Maurice Bailey

Personal information
- Born: October 30, 1981 (age 44) Bronx, New York, U.S.
- Listed height: 6 ft 0 in (1.83 m)
- Listed weight: 190 lb (86 kg)

Career information
- High school: Southside (Rockville Centre, New York)
- College: Rider (1999–2000); Sacred Heart (2001–2004);
- NBA draft: 2004: undrafted
- Playing career: 2004–2012
- Position: Point guard

Career history
- 2004–2005: SLUC Nancy
- 2005: Etendard de Brest
- 2005–2006: SLUC Nancy
- 2006–2007: Lokomotiv Rostov
- 2007–2008: Union Olimpija
- 2008–2009: Spartak Primorje
- 2009: Crvena zvezda
- 2010: Xacobeo Obradoiro
- 2010–2011: Panellinios
- 2011: Trabzonspor
- 2012: VEF Rīga

Career highlights
- Slovenian League champion (2008); Slovenian Cup winner (2008); 2× Second-team All-NEC (2002, 2004);

= Maurice Bailey (basketball) =

American-Jamaican basketball player

Maurice Edward Bailey (born October 30, 1981) is an American-Jamaican former professional basketball player. He played the point guard position.

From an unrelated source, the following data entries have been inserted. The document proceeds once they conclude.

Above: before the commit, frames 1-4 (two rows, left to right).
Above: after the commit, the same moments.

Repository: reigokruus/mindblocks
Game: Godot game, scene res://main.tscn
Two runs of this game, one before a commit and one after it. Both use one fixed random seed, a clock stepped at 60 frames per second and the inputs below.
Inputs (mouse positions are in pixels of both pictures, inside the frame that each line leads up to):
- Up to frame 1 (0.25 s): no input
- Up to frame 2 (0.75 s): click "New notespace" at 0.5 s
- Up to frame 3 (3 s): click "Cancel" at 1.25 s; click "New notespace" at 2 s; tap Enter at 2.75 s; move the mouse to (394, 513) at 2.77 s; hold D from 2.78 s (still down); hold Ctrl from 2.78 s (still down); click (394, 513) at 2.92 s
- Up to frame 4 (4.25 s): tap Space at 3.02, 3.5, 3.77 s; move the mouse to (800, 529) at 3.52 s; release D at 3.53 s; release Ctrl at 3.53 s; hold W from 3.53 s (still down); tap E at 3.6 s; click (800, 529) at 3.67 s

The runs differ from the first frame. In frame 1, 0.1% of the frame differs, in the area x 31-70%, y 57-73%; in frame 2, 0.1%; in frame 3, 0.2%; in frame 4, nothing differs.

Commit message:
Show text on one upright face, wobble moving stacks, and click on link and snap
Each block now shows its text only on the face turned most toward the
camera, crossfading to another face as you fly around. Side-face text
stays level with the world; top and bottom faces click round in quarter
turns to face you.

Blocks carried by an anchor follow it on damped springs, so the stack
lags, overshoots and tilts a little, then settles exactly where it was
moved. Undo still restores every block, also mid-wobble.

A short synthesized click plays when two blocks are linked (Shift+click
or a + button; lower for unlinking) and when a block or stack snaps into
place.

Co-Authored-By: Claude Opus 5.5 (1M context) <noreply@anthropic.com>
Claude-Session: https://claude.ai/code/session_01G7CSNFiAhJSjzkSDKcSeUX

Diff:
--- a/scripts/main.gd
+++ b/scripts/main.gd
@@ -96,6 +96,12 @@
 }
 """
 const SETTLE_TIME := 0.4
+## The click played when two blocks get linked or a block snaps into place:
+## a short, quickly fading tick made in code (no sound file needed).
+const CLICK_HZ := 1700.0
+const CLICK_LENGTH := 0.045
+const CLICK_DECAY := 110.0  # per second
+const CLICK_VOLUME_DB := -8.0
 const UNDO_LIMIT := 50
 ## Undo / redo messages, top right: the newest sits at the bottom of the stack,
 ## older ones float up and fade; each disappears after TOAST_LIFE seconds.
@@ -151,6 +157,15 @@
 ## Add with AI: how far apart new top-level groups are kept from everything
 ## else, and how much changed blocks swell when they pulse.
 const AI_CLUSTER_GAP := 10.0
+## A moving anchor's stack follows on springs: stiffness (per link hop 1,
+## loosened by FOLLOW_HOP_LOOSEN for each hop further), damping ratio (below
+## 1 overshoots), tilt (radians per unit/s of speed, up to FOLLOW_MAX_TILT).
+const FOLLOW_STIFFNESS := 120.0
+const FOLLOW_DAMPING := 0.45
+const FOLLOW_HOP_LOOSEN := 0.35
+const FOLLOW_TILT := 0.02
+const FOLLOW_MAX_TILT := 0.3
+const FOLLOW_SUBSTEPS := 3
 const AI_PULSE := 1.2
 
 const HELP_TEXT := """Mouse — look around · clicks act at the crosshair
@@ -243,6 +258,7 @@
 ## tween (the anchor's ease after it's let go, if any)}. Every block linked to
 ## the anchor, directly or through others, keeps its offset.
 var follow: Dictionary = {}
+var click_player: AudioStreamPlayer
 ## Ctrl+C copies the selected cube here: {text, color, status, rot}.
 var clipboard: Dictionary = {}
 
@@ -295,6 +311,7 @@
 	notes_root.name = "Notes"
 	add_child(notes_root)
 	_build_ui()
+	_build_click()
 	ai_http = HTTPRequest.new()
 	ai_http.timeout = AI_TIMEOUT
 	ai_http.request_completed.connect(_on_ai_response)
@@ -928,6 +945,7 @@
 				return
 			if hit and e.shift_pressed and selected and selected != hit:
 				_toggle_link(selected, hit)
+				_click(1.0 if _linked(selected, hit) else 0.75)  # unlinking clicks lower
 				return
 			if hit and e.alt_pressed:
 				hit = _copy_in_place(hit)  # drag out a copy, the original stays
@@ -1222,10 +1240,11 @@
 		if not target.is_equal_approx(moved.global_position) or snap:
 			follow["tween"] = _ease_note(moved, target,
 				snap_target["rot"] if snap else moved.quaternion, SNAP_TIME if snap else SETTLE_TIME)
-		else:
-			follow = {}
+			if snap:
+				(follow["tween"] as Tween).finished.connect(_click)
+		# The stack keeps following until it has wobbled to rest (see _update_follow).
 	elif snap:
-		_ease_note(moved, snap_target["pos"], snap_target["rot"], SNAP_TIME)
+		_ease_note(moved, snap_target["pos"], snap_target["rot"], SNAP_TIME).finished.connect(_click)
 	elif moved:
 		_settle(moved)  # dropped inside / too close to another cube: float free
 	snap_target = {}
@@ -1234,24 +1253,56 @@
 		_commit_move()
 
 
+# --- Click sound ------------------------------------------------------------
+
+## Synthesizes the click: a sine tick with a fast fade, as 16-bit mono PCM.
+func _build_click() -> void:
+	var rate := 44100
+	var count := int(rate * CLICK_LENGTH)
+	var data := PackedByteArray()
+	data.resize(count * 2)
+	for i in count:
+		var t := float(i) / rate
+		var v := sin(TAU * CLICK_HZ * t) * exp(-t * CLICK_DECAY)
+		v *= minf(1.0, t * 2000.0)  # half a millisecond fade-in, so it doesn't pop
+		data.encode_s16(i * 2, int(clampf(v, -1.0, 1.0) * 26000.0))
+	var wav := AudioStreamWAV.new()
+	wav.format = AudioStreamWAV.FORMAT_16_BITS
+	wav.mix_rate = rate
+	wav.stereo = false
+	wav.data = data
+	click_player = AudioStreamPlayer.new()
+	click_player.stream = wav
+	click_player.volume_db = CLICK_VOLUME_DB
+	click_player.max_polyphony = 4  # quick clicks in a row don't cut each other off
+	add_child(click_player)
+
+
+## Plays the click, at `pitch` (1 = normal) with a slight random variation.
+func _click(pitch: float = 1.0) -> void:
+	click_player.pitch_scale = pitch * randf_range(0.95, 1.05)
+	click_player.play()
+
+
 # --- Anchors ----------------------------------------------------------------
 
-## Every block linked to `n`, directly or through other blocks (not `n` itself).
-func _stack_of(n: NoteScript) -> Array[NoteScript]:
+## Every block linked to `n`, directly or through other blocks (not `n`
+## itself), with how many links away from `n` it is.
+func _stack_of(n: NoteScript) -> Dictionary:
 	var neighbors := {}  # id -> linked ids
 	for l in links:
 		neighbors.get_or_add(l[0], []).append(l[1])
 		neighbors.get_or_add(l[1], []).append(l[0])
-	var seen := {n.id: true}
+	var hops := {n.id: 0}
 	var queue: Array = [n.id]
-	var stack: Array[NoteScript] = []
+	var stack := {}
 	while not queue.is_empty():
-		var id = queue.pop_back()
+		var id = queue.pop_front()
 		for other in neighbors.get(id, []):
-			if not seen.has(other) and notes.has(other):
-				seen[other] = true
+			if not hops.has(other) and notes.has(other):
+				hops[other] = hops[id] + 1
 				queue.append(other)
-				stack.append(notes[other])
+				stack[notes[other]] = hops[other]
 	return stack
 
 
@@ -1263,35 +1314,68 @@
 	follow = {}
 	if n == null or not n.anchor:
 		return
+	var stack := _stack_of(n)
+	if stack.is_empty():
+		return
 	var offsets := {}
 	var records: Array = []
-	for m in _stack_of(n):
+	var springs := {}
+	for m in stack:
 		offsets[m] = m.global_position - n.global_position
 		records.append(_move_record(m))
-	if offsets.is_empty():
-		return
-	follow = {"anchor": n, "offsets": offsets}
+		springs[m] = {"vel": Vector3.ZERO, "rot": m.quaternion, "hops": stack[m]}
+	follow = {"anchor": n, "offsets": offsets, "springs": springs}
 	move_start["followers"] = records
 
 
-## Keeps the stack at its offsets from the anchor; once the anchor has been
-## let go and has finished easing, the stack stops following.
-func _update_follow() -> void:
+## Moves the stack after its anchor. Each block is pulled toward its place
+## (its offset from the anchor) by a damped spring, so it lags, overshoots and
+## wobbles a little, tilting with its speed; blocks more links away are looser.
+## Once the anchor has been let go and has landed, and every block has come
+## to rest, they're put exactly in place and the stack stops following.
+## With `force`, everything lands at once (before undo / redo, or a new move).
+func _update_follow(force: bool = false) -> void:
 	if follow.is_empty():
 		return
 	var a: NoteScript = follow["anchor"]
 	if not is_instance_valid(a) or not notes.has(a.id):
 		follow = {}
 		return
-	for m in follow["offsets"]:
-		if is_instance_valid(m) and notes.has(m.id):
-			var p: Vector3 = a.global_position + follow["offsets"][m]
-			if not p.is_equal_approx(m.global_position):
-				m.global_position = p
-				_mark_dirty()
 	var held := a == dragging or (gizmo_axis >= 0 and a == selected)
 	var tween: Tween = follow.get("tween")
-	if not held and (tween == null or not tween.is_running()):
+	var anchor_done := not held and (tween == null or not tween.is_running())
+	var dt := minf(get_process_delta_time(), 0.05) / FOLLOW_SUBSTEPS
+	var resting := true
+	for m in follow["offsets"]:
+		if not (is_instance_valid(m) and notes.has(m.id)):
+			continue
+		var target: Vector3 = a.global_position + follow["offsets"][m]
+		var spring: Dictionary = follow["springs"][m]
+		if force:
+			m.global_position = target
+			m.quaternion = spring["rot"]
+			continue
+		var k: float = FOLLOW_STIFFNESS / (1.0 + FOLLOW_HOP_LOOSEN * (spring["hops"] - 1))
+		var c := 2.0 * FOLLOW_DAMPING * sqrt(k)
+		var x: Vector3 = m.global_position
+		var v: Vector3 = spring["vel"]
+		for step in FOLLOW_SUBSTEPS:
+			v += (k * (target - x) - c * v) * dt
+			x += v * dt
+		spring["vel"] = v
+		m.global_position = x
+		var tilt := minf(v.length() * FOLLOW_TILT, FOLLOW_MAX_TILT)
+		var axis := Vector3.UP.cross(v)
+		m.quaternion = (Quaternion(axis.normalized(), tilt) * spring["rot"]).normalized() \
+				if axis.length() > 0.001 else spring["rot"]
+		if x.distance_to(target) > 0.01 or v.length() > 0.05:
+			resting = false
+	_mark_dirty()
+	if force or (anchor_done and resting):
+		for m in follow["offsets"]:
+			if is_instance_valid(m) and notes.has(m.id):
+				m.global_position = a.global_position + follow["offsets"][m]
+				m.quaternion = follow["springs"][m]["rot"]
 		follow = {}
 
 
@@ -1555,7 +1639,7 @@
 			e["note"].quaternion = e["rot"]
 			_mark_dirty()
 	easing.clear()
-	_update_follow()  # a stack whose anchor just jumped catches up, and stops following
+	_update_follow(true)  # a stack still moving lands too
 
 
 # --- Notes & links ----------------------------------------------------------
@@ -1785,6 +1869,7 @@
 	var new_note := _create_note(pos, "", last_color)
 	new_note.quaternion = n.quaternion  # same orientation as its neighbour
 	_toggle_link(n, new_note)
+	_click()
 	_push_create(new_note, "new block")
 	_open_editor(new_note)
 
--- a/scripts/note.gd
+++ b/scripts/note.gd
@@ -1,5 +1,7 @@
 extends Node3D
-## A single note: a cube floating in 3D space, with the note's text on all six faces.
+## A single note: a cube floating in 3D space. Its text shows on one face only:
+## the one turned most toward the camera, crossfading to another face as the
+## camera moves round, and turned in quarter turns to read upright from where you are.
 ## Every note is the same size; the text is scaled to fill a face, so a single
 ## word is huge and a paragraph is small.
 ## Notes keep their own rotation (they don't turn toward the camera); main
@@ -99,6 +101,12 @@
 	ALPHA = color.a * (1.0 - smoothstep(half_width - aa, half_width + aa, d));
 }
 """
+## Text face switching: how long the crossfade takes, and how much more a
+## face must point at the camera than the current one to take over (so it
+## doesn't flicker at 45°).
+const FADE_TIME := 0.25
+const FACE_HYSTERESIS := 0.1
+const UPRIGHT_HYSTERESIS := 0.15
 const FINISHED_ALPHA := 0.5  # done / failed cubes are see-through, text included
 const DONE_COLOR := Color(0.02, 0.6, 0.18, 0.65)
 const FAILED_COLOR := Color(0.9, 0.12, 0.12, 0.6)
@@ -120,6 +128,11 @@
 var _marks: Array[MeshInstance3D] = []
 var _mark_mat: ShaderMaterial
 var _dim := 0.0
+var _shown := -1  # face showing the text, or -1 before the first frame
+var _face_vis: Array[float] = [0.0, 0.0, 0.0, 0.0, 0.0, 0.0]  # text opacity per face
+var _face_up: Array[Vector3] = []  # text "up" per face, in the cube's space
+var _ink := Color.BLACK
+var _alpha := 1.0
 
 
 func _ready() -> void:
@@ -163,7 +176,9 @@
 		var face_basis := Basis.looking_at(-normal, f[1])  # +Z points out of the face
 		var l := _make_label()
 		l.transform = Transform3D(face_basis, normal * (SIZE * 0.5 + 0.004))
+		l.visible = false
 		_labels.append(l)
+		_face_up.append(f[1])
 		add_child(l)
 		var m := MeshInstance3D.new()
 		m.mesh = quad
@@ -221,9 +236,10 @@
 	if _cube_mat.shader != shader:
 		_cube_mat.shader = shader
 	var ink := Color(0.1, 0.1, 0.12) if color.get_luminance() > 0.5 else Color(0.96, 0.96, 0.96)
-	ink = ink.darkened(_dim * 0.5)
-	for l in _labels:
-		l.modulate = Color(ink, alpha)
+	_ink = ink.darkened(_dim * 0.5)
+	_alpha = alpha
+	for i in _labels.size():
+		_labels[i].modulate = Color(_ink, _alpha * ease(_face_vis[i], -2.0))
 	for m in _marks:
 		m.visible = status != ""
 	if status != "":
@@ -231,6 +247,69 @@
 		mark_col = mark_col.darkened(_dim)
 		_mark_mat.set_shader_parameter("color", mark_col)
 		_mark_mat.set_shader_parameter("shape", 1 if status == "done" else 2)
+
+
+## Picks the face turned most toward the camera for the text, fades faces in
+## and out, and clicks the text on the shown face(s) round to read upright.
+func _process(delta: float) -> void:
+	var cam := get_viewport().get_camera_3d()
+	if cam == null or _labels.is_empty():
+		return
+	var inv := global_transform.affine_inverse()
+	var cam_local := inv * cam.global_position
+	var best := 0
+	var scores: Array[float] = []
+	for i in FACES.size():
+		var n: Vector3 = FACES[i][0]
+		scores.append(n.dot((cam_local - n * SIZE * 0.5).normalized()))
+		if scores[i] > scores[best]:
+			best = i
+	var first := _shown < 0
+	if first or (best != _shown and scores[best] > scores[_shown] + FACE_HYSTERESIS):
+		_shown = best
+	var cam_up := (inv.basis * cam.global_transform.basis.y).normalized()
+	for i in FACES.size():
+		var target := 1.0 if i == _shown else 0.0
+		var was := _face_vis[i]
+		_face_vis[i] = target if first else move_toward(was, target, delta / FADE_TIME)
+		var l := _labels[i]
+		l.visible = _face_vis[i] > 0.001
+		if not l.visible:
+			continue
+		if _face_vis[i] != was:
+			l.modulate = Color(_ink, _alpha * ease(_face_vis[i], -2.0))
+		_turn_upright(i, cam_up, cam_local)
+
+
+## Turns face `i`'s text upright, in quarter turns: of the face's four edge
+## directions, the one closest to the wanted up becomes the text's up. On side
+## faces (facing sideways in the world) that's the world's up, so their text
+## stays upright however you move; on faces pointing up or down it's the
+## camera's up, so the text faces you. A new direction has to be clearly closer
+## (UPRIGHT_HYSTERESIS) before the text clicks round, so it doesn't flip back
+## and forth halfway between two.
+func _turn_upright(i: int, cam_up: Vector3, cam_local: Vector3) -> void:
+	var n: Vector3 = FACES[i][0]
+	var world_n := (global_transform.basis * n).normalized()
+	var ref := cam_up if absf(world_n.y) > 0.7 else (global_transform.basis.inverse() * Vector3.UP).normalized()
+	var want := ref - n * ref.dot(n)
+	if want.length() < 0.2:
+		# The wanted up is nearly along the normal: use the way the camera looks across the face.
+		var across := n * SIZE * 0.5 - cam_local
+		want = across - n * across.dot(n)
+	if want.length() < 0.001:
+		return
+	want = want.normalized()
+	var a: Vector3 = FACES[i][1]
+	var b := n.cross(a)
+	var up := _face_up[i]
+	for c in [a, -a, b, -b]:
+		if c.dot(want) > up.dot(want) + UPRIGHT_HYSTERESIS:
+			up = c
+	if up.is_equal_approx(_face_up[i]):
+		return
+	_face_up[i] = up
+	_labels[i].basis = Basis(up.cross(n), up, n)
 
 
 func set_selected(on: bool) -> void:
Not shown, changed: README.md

==High school and college career==
Bailey who was Born in Bronx, New York, played his high school basketball at Southside High School in Rockville Centre, New York. He went on to play college basketball, first with Rider (1999-00), and then with Sacred Heart (2001–04).

==Professional career==
Bailey began his professional career with the French League club SLUC Nancy in 2004, then he moved to the French club Etendard de Brest in 2005, before returning to SLUC Nancy later that same year. He then moved to the Russian League club Lokomotiv Rostov in 2006.

He joined the Adriatic League club Olimpija Ljubljana in 2007, after that, he joined the Russian club Spartak Primorje in 2008. He moved to the Adriatic League club Crvena zvezda in 2009, and he then moved on to the Spanish League club Xacobeo Obradoiro in 2010. Bailey then joined the Greek League club Panellinios. In 2011, he played for Trabzonspor, and in January 2012 he joined Latvian club VEF Rīga.